The U.S. Department of the Treasury and IRS on Feb. 16, 2024, released a correction to Internal Revenue Code Section 48 Proposed Regulations relating to the new investment tax credit (ITC) for biogas. The correction provides that "gas upgrading equipment that is necessary to concentrate the gas from qualified biogas property into the appropriate mixture for injection into a pipeline through removal of other gases such as carbon dioxide, nitrogen, or oxygen, would be energy property if it is an integral part of an energy property as defined in proposed §1.48-9(f)(3)."
The Inflation Reduction Act of 2022 (IRA) added "qualified biogas property" to the list of property eligible for a Section 48 ITC. Section 48(c)(7) provides this definition of "qualified biogas property":
(A) In general – The term "qualified biogas property" means property comprising a system which
(i) converts biomass (as defined in section 45K(c)(3), as in effect on the date of enactment of this paragraph) into a gas which (I) consists of not less than 52 percent methane by volume, or (II) is concentrated by such system into a gas which consists of not less than 52 percent methane, and
(ii) captures such gas for sale or productive use, and not for disposal via combustion.
(B) Inclusion of cleaning and conditioning property. The term "qualified biogas property" includes any property which is part of such system which cleans or conditions such gas.
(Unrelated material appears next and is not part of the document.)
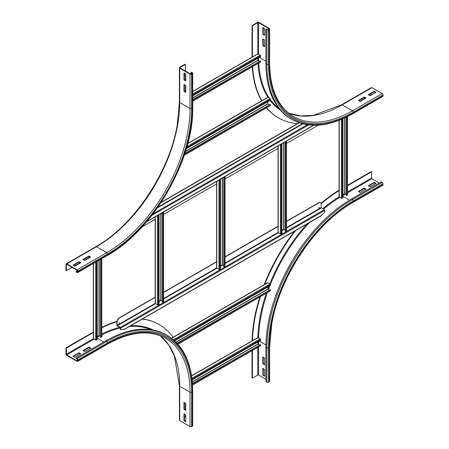<?xml version="1.0" encoding="UTF-8"?>
<svg xmlns="http://www.w3.org/2000/svg" width="449" height="449" viewBox="0 0 449 449"><rect width="100%" height="100%" fill="white"/><g stroke="black" fill="none" stroke-linecap="round" stroke-linejoin="round"><path stroke-width="0.67" d="M90.642 257.047L84.693 260.482L82.913 259.449L88.857 256.02L90.642 257.047M90.243 257.277L88.857 256.474L83.306 259.679M88.857 256.02L88.857 256.474M80.73 262.772L74.787 266.201L73.002 265.174L78.945 261.739L80.73 262.772M80.337 262.996L78.945 262.199L73.4 265.398M78.945 261.739L78.945 262.199M183.978 91.27L183.978 84.401L185.757 85.433L185.757 92.298L183.978 91.27L184.371 91.04L185.757 91.837M184.371 84.631L184.371 91.04M77.464 271.864A0.561 0.326 60 0 1 77.065 272.094L76.072 271.522L76.072 271.982L77.065 272.554A1.123 0.645 -120 0 0 77.626 272.605A1.123 0.645 -120 0 0 77.857 272.094L77.857 271.179A1.123 0.645 -120 0 0 77.065 269.804L66.761 263.855A1.123 0.645 -120 0 0 66.199 263.799A1.123 0.645 -120 0 0 65.969 264.315L65.969 270.494L66.362 270.719L66.362 264.545A0.561 0.326 60 0 1 66.761 264.315L77.065 270.264A0.561 0.326 60 0 1 77.464 270.949L77.464 271.864L77.065 272.094M89.946 257.109L84.395 260.308M80.04 262.828L74.489 266.033M72.109 267.402L66.362 270.719M77.424 270.741L76.072 271.522M183.978 79.827L183.978 72.963L185.757 73.99L185.757 80.854L183.978 79.827L184.371 79.596L185.757 80.399M184.371 73.193L184.371 79.596M185.459 64.437L185.067 64.207L179.712 67.299A1.123 0.645 0 0 0 179.387 67.754A1.123 0.645 0 0 0 179.712 68.214L190.017 74.164A1.123 0.645 0 0 0 191.605 74.164L192.397 73.703A1.123 0.645 0 0 0 192.728 73.249A1.123 0.645 0 0 0 192.397 72.789L191.409 72.216L191.01 72.446L192.004 73.019A0.561 0.326 180 0 1 192.004 73.479L191.207 73.933A0.561 0.326 180 0 1 190.415 73.933L180.111 67.984A0.561 0.326 180 0 1 180.111 67.53L185.459 64.437L185.459 71.077M191.01 74.006L191.01 72.446M185.459 73.821L185.459 80.225M185.459 85.259L185.459 91.669M185.757 403.494L185.757 410.364L183.978 409.331L183.978 402.467L185.757 403.494M184.371 402.697L184.371 409.101L185.757 409.903M183.978 409.331L184.371 409.101M185.757 414.938L185.757 421.802L183.978 420.775L183.978 413.905L185.757 414.938M184.371 414.135L184.371 420.545L185.757 421.342M183.978 420.775L184.371 420.545M88.857 347.088L90.642 348.121L84.693 351.55L82.913 350.523L88.857 347.088L88.857 347.548L83.306 350.753M90.243 348.351L88.857 347.548M185.459 414.764L185.459 416.824L184.371 417.452M185.459 403.325L185.459 409.729M179.712 420.601A1.123 0.645 180 0 1 179.387 420.141L179.387 385.82A1.123 0.645 0 0 0 179.712 386.275L179.712 420.601L190.017 426.55A1.123 0.645 180 0 0 191.605 426.55L192.397 426.09A1.123 0.645 180 0 0 192.728 425.635L192.728 391.309C192.419 364.302 183.955 345.674 167.325 335.431L166.332 334.859A121.067 69.898 -60 0 0 105.801 340.853L76.072 358.016L76.072 358.476L77.065 359.048A0.561 0.326 60 0 1 77.464 359.733L77.464 360.648A0.561 0.326 60 0 1 77.065 360.878L66.761 354.929A0.561 0.326 60 0 1 66.362 354.239L66.362 348.065L93.515 332.389M78.945 352.813L80.73 353.84L74.787 357.275L73.002 356.242L78.945 352.813L78.945 353.268L73.4 356.472M80.337 354.07L78.945 353.268M101.8 327.388A126.394 72.974 -60 0 1 116.886 321.383M142.507 318.936A126.394 72.974 -60 0 1 158.89 324.414L159.283 324.644A126.394 72.974 -60 0 1 173.101 337.278M101.8 327.815A126.394 72.974 -60 0 1 116.88 321.731M142.254 319.082A126.394 72.974 -60 0 1 159.283 324.644M93.347 332.024L65.969 347.835L65.969 354.014A1.123 0.645 -120 0 0 66.761 355.384L77.065 361.333A1.123 0.645 -120 0 0 77.626 361.389A1.123 0.645 -120 0 0 77.857 360.878L77.857 359.963A1.123 0.645 -120 0 0 77.065 358.588L76.072 358.016M65.969 347.835L66.362 348.065M264.629 39.899L264.629 46.763L262.845 45.731L262.845 38.867L264.629 39.899M263.243 39.097L263.243 45.506L264.629 46.303M263.243 45.506L262.845 45.731M264.629 28.455L264.629 35.319L262.845 34.292L262.845 27.428L264.629 28.455M263.243 27.658L263.243 34.062L264.629 34.865M263.243 34.062L262.845 34.292M360.143 101.452L358.358 100.424L364.307 96.99L366.087 98.017L360.143 101.452M365.694 98.247L364.307 97.45L358.757 100.649M364.307 96.99L364.307 97.45M268.098 29.544A0.561 0.326 180 0 1 267.301 29.544L266.313 28.972L265.915 29.202L266.908 29.774A1.123 0.645 0 0 0 268.491 29.774L269.288 29.314A1.123 0.645 0 0 0 269.613 28.859A1.123 0.645 0 0 0 269.288 28.399L258.983 22.45A1.123 0.645 0 0 0 257.395 22.45L252.046 25.537L252.439 25.767L257.793 22.68A0.561 0.326 180 0 1 258.585 22.68L268.889 28.629A0.561 0.326 180 0 1 268.889 29.084L268.098 29.544M252.439 57.118L252.439 25.767M252.046 57.158L252.046 25.537M288.741 113.232L300.42 115.893L313.396 115.359L341.65 104.769L371.374 87.611A1.123 0.645 60 0 1 371.935 87.667L382.239 93.617A1.123 0.645 60 0 1 383.031 94.986L383.031 95.901L353.307 113.064A119.945 69.253 -60 0 1 268.491 64.095A1.123 0.645 180 0 1 266.908 64.095A121.067 69.898 -60 0 0 291.979 119.518L290.991 118.946A121.067 69.898 -60 0 1 265.915 63.522L265.915 29.202M370.055 95.732L368.27 94.7L374.213 91.27L375.998 92.298L370.055 95.732M375.6 92.528L374.213 91.725L368.663 94.93M374.213 91.27L374.213 91.725M297.272 123.677A126.394 72.974 -60 0 1 278.616 117.952L278.223 117.722A126.394 72.974 -60 0 1 266.487 107.777M261.627 100.823A126.394 72.974 -60 0 1 252.254 66.794M278.616 117.952A126.394 72.974 -60 0 1 266.627 107.693M261.907 100.851A126.394 72.974 -60 0 1 252.624 66.581M383.031 95.901A1.123 0.645 60 0 1 382.801 96.417L353.077 113.58A1.123 0.645 60 0 0 353.307 113.064M371.536 93.274L371.536 94.531L369.757 95.558M365.396 98.078L359.845 101.278M366.087 189.091L360.143 192.526L358.358 191.493L364.307 188.064L366.087 189.091M365.694 189.321L364.307 188.518L358.757 191.723M364.307 188.518L364.307 188.064M375.998 183.372L370.055 186.801L368.27 185.774L374.213 182.339L375.998 183.372M375.6 183.602L374.213 182.799L368.663 186.004M374.213 182.799L374.213 182.339M262.845 356.933L264.629 357.96L264.629 364.824L262.845 363.797L262.845 356.933M263.243 357.163L263.243 363.567L264.629 364.369M263.243 363.567L262.845 363.797M347.526 185.734L371.536 171.872L371.536 178.051A0.561 0.326 -120 0 0 371.935 178.736L379.265 182.968M347.526 185.28L371.143 171.641L371.536 171.872M383.031 184.685A1.123 0.645 60 0 1 382.801 185.201L353.077 202.359A1.123 0.645 -120 0 0 353.307 201.848L383.031 184.685L383.031 183.77A1.123 0.645 60 0 0 382.239 182.401L381.252 181.828L351.522 198.986A121.067 69.898 -60 0 0 265.915 347.262L265.915 381.588L266.908 382.161L266.908 347.835A121.067 69.898 -60 0 1 352.516 199.558L382.239 182.401M262.845 368.371L264.629 369.404L264.629 376.268L262.845 375.235L262.845 368.371M263.243 368.601L263.243 375.01L264.629 375.807M263.243 375.01L262.845 375.235M252.074 340.881A126.394 72.974 -60 0 1 259.836 296.963M264.169 284.7A126.394 72.974 -60 0 1 294.6 231.123M321.114 203.223A126.394 72.974 -60 0 1 339.074 190.191M252.478 340.836A126.394 72.974 -60 0 1 260.409 296.632M264.702 284.582A126.394 72.974 -60 0 1 295.65 230.522M321.187 203.728A126.394 72.974 -60 0 1 339.236 190.561M353.077 202.359C315.417 223.321 279.733 276.584 271.802 323.751L269.613 346.92L269.613 381.246A1.123 0.645 180 0 1 269.288 381.701L268.491 382.161A1.123 0.645 180 0 1 266.908 382.161M265.915 379.298L258.585 375.067A0.561 0.326 0 0 0 257.793 375.067L252.439 378.153L252.439 350.428M252.046 350.658L252.046 377.923L252.439 378.153M339.074 120.332L339.074 196.701A0.561 0.326 -0 0 0 339.236 196.926L341.42 198.189A0.561 0.326 -0 0 0 342.239 198.166L342.941 197.695L342.941 118.732M346.235 194.445L344.686 193.665L342.941 194.675M346.235 117.211L346.235 195.45L347.33 195.231A0.561 0.326 -0 0 0 347.526 194.984L347.526 116.572M346.505 195.635L346.505 117.077M93.347 263.529L93.347 338.568A0.561 0.326 -0 0 0 93.515 338.799L95.693 340.056A0.561 0.326 -0 0 0 96.518 340.033L97.214 339.562L97.214 261.296M100.509 336.312L98.96 335.538L97.214 336.542M100.509 259.393L100.509 337.317L101.603 337.098A0.561 0.326 -0 0 0 101.8 336.851L101.8 258.646M100.784 337.502L100.784 259.236M192.728 91.405L257.709 53.886A0.561 0.326 60 0 1 257.99 53.914L260.167 55.171A0.561 0.326 60 0 1 260.566 55.895L260.504 56.737L192.728 95.867M257.889 58.247L257.889 60.261L259.337 61.216M192.728 99.987L260.504 60.856L260.566 61.771A0.561 0.326 60 0 1 260.448 62.063L192.728 101.165M260.504 60.856L192.728 99.672M191.577 375.807L257.709 337.626A0.561 0.326 60 0 1 257.99 337.654L260.167 338.911A0.561 0.326 60 0 1 260.566 339.635L260.504 340.477L192.121 379.955M257.889 341.986L257.889 344.001L259.337 344.955M192.475 383.873L260.504 344.596L260.566 345.511A0.561 0.326 60 0 1 260.448 345.803L192.548 385.006M260.504 344.596L192.453 383.569M187.8 143.444L267.615 97.36A0.561 0.326 60 0 1 267.896 97.388L270.079 98.645A0.561 0.326 60 0 1 270.472 99.369L270.41 100.211L186.324 148.759M267.8 101.721L267.8 103.741L269.248 104.69M184.763 153.782L270.41 104.331L270.472 105.246A0.561 0.326 60 0 1 270.36 105.543L184.281 155.236M270.41 104.331L184.887 153.395M171.507 338.198L267.615 282.707A0.561 0.326 60 0 1 267.896 282.735L270.079 283.993A0.561 0.326 60 0 1 270.472 284.717L270.41 285.558L174.672 340.836M267.8 287.068L267.8 289.083L269.248 290.037M177.288 343.446L270.41 289.678L270.472 290.593A0.561 0.326 60 0 1 270.36 290.885L177.984 344.22M270.41 289.678L177.097 343.238M278.038 145.953L278.038 232.397A0.561 0.326 -0 0 0 278.2 232.621L280.384 233.884A0.561 0.326 -0 0 0 281.209 233.862L281.905 233.39L281.905 144.146L280.647 144.449M280.35 144.623L280.384 144.64A0.561 0.326 -0 0 0 281.209 144.623L281.905 144.146M285.199 230.141L283.65 229.36L281.905 230.371M285.996 141.362L285.199 141.901L285.199 231.145L286.294 230.926A0.561 0.326 -0 0 0 286.49 230.679L286.49 141.441A0.561 0.326 -0 0 0 286.327 141.21L286.294 141.188M285.474 231.33L285.474 142.086L286.294 141.682A0.561 0.326 -0 0 0 286.49 141.441M216.609 181.424L216.609 267.862A0.561 0.326 -0 0 0 216.772 268.092L218.949 269.349A0.561 0.326 -0 0 0 219.774 269.333L220.476 268.856L220.476 179.617L219.213 179.92M218.916 180.088L218.949 180.111A0.561 0.326 -0 0 0 219.774 180.088L220.476 179.617M223.77 265.612L222.221 264.831L220.476 265.842M224.567 176.827L223.77 177.372L223.77 266.611L224.865 266.392A0.561 0.326 -0 0 0 225.061 266.145L225.061 176.906A0.561 0.326 -0 0 0 224.898 176.676L224.865 176.659M224.04 266.796L224.04 177.557L224.865 177.153A0.561 0.326 -0 0 0 225.061 176.906M155.174 216.889L155.174 303.328A0.561 0.326 -0 0 0 155.343 303.558L157.52 304.815A0.561 0.326 -0 0 0 158.345 304.798L159.041 304.321L159.041 215.082L157.784 215.385M157.487 215.554L157.52 215.576A0.561 0.326 -0 0 0 158.345 215.554L159.041 215.082M162.336 301.077L160.793 300.297L159.041 301.307M163.133 212.293L162.336 212.837L162.336 302.076L163.43 301.857A0.561 0.326 -0 0 0 163.627 301.61L163.627 212.371A0.561 0.326 -0 0 0 163.464 212.141L163.43 212.124M162.611 302.261L162.611 213.022L163.43 212.618A0.561 0.326 -0 0 0 163.627 212.371M318.768 207.932L319.138 207.292M319.048 208.01L319.261 207.303L319.048 208.01M118.934 323.302L119.305 322.663M119.221 323.381L119.428 322.674L119.221 323.381M286.49 221.548L319.205 202.656A2.801 1.616 -60 0 1 320.608 202.516A2.801 1.616 -60 0 1 321.192 203.801L321.192 207.578L324.358 209.638A0.561 0.326 60 0 1 324.756 210.323L324.756 211.962L320.906 215.941L124.266 329.465M320.507 202.465A2.801 1.616 120 0 0 320.412 202.404A2.801 1.616 120 0 0 319.009 202.544L319.205 202.656M119.064 318.212L118.862 318.094A2.801 1.616 120 0 0 116.88 321.529L116.88 325.306A0.561 0.326 60 0 0 117.279 325.991L120.248 327.708L120.45 329.689L120.646 328.163A0.561 0.326 -120 0 0 120.248 327.478L117.077 325.418L117.077 321.641A2.801 1.616 -60 0 1 119.064 318.212L155.174 297.361M163.627 292.479L216.609 261.89M225.061 257.013L278.038 226.425M120.646 329.807L124.519 329.134M320.092 216.216L320.906 215.941M118.862 318.094L155.174 297.131M163.627 292.248L216.609 261.666M225.061 256.783L278.038 226.195M286.49 221.318L319.009 202.544M318.285 125.164L286.49 143.517M278.038 148.4L225.061 178.983M216.609 183.866L163.627 214.454M155.174 219.331L142.064 226.902M161.023 202.572L299.186 122.802M298.939 122.717L161.264 202.202M66.761 264.315L66.362 264.545M66.199 263.799L95.923 246.641A1.123 0.645 60 0 1 96.484 246.697L66.761 263.855M95.923 246.641C133.583 225.679 169.267 172.416 177.198 125.249L179.387 102.08A1.123 0.645 0 0 0 179.712 102.535A117.705 67.956 -60 0 1 96.484 246.697L106.789 252.647L77.065 269.804M179.712 68.214L179.712 102.535L190.017 108.484A117.705 67.956 -60 0 1 106.789 252.647A1.123 0.645 60 0 1 107.58 254.016L77.857 271.179M192.397 73.703L192.397 108.029A119.945 69.253 -60 0 1 107.58 254.931L77.857 272.094M107.58 254.931A1.123 0.645 60 0 1 107.35 255.447L77.626 272.605M190.017 74.164L190.017 108.484A1.123 0.645 0 0 0 191.605 108.484A118.828 68.602 -60 0 1 107.58 254.016M192.397 108.029A1.123 0.645 0 0 0 192.728 107.569L192.728 73.249M192.004 73.479L192.004 73.019M191.605 74.164L191.605 108.484M180.111 67.984L180.111 67.53M160.287 335.779A117.705 67.956 -60 0 1 179.712 386.275L190.017 392.224L190.017 426.55M77.857 360.878L107.58 343.715A1.123 0.645 -120 0 1 107.35 344.231C130.148 331.502 149.579 329.538 165.642 338.344A117.705 67.956 -60 0 1 190.017 392.224A1.123 0.645 0 0 0 191.605 392.224L191.605 426.55M77.857 359.963L107.58 342.8A119.945 69.253 -60 0 1 192.397 391.769L192.397 426.09M192.397 391.769A1.123 0.645 0 0 0 192.728 391.309M107.58 343.715A118.828 68.602 -60 0 1 191.605 392.224M107.58 342.8A1.123 0.645 -120 0 0 106.789 341.425A121.067 69.898 -60 0 1 167.325 335.431M77.065 358.588L106.789 341.425L105.801 340.853M97.214 337.351A118.267 68.282 -60 0 1 99.824 335.919M101.8 334.892A118.267 68.282 -60 0 1 120.439 327.983M129.29 326.569A118.267 68.282 -60 0 1 151.111 329.678M97.214 338.187L103.82 341.998M101.8 334.005A118.828 68.602 -60 0 1 119.659 327.366M130.782 325.705A118.828 68.602 -60 0 1 153.395 330.066M77.464 360.648L77.065 360.878M94.105 339.141L66.761 354.929M93.37 338.653L66.362 354.239M268.889 29.084L268.889 28.629M265.915 61.238L259.314 57.421M258.585 54.256L258.585 22.68M257.793 53.858L257.793 22.68M269.613 28.859L269.613 63.18A1.123 0.645 180 0 1 269.288 63.64L269.288 29.314M268.491 64.095L268.491 29.774M265.915 63.522L266.908 64.095L266.908 29.774M341.65 104.769A1.123 0.645 60 0 1 342.211 104.825A117.705 67.956 -60 0 1 288.763 113.249M371.935 87.667L342.211 104.825L352.516 110.774A117.705 67.956 -60 0 1 293.663 116.605C278.01 107.098 269.995 89.289 269.613 63.18M382.239 93.617L352.516 110.774A1.123 0.645 60 0 1 353.307 112.149A118.828 68.602 -60 0 1 269.288 63.64M278.891 108.355A118.267 68.282 -60 0 1 270.45 99.729M269.4 98.258A118.267 68.282 -60 0 1 258.753 63.045M258.652 60.817A118.267 68.282 -60 0 1 258.59 57.842M280.367 110.14A118.828 68.602 -60 0 1 270.068 100.413M267.991 97.444A118.828 68.602 -60 0 1 257.984 63.489M383.031 94.986L353.307 112.149M349.563 200.142L342.941 196.32M342.941 195.478L345.477 194.013M347.526 192.829L371.935 178.736M347.526 191.914L371.536 178.051M268.491 382.161L268.491 347.835A119.945 69.253 -60 0 1 353.307 200.933L383.031 183.77M353.307 200.933A1.123 0.645 -120 0 0 352.516 199.558L351.522 198.986M269.613 346.92A1.123 0.645 180 0 1 269.288 347.38A118.828 68.602 -60 0 1 353.307 201.848M268.491 347.835A1.123 0.645 180 0 1 266.908 347.835L265.915 347.262M258.618 338.013A118.267 68.282 -60 0 1 267.357 292.619M268.44 289.571A118.267 68.282 -60 0 1 269.827 285.901M270.416 284.402A118.267 68.282 -60 0 1 309.406 222.581M323.505 209.144A118.267 68.282 -60 0 1 339.865 197.291M259.314 341.161L265.937 344.989M257.833 337.597A118.828 68.602 -60 0 1 266.324 293.214M267.8 289.044A118.828 68.602 -60 0 1 268.743 286.524M269.798 283.83A118.828 68.602 -60 0 1 307.122 223.899M322.78 208.723A118.828 68.602 -60 0 1 339.113 196.819M269.288 381.701L269.288 347.38M258.585 341.582L258.585 344.518M258.585 346.881L258.585 375.067M257.793 347.341L257.793 375.067M342.239 119.041L342.239 198.166M341.42 119.389L341.42 198.189M339.236 120.27L339.236 196.926M344.686 193.665L344.686 117.947M344.888 193.665L344.888 117.851M347.33 116.673L347.33 195.231M96.518 261.7L96.518 340.033M95.693 262.177L95.693 340.056M93.515 263.434L93.515 338.799M98.96 335.538L98.96 260.291M99.162 335.538L99.162 260.173M101.603 258.764L101.603 337.098M260.566 55.895L192.728 95.059M260.167 55.171L192.728 94.11M257.99 53.914L192.728 91.59M192.728 97.888L257.889 60.261M192.728 98.112L257.99 60.435M260.566 61.771L192.728 100.935M260.566 339.635L192.037 379.197M260.167 338.911L191.931 378.311M257.99 337.654L191.6 375.981M192.312 381.863L257.889 344.001M192.335 382.082L257.99 344.175M260.566 345.511L192.531 384.787M270.472 99.369L186.604 147.794M270.079 98.645L186.93 146.655M267.896 97.388L187.744 143.669M185.583 151.206L267.8 103.741M185.493 151.487L267.896 103.91M270.472 105.246L184.376 154.956M270.472 284.717L174.128 340.342M270.079 283.993L173.471 339.77M267.896 282.735L171.647 338.305M175.986 342.093L267.8 289.083M176.131 342.239L267.896 289.257M270.472 290.593L177.849 344.069M280.883 144.466L281.209 144.623L281.209 233.862M280.681 144.471L280.384 144.64L280.384 233.884M278.2 145.863L278.2 232.621M283.65 229.36L283.65 142.715M283.852 229.36L283.852 142.602M286.03 141.497L286.327 141.21M286.294 141.682L286.294 230.926M219.454 179.931L219.774 180.088L219.774 269.333M219.247 179.937L218.949 180.111L218.949 269.349M216.772 181.329L216.772 268.092M222.221 264.831L222.221 178.18M222.418 264.831L222.418 178.068M224.601 176.962L224.898 176.676M224.865 177.153L224.865 266.392M158.026 215.397L158.345 215.554L158.345 304.798M157.818 215.402L157.52 215.576L157.52 304.815M155.343 216.794L155.343 303.558M160.793 300.297L160.793 213.651M160.989 300.297L160.989 213.533M163.167 212.428L163.464 212.141M163.43 212.618L163.43 301.857M117.077 325.418L155.197 303.412M163.627 298.546L216.626 267.946M225.061 263.075L278.06 232.481M286.49 227.609L321.192 207.578M123.851 329.515L321.551 215.374M117.279 325.761L155.539 303.67M159.041 301.649L161.185 300.409M163.627 299L216.968 268.205M220.476 266.184L222.62 264.944M225.061 263.535L278.402 232.739M281.905 230.713L284.049 229.478M286.49 228.07L321.389 207.921M120.248 327.478L324.358 209.638M120.646 328.163L324.756 210.323M302.851 123.89L157.391 207.87M307.279 124.766L152.997 213.836M308.57 124.934L151.723 215.492M302.3 123.75L157.936 207.096M313.525 125.277L146.795 221.537M107.35 255.447C153.047 230.388 193.873 159.67 192.728 107.569M179.387 102.08L179.387 67.754M179.387 385.82L174.431 356.057L168.403 344.551L160.259 335.768M107.35 344.231L77.626 361.389M291.979 119.518C309.17 128.801 329.532 126.82 353.077 113.58M146.475 221.913L313.845 125.282"/></g></svg>

Prior to the correction, the Proposed Regulations provided that "gas upgrading equipment necessary to concentrate the gas into the appropriate mixture for injection into a pipeline through removal of other gases such as carbon dioxide, nitrogen, or oxygen is not included in qualified biogas property." The Treasury Department's prior proposed position contradicted the statutory provision that specifically includes cleaning and conditioning equipment of gas that is at or above the 52 percent threshold and was inconsistent with its position with regard to similar equipment for other ITC-eligible technologies. (See Holland & Knight's previous alerts, "Section 48 Proposed Regulations Detail Treatment of Qualified Biogas Property," (Nov. 20, 2023), and "Breaking Down the Section 48 Investment Tax Credit Proposed Regulations," Nov. 28, 2023.), and "Breaking Down the Section 48 Investment Tax Credit Proposed Regulations," Nov. 28, 2023.)
Notably, the corrected regulations provide that such gas upgrading equipment is "not a functionally interdependent component (of qualified biogas property)." Instead, the correction takes the position that gas upgrading equipment may be integral property. The Proposed Regulations provide that all property that is an "integral part" of the energy property is considered energy property for purposes of the ITC. Property owned by a taxpayer is an integral part of an energy property owned by the same taxpayer if it is used directly in the intended function of the energy property and is essential to the completeness of the intended function. Multiple energy properties may include shared property that may be considered an integral part of each energy property. In such instances, if owned by a taxpayer at least in part, the cost basis for the shared property should be allocated to each energy property.
Further, the correction does not address concerns raised regarding the 80/20 rule. The statute should be interpreted to incentivize adding gas upgrading equipment to an existing landfill or digester. In some instances, the existing equipment may have a value that exceeds 20 percent of what would be the fair market value of the entire system if the 80/20 test were applied to the entire system, including the preexisting equipment. Applying the 80/20 test in a manner that encourages the addition of gas upgrading equipment to existing landfills and digesters is critical to fully achieve the goals of the IRA.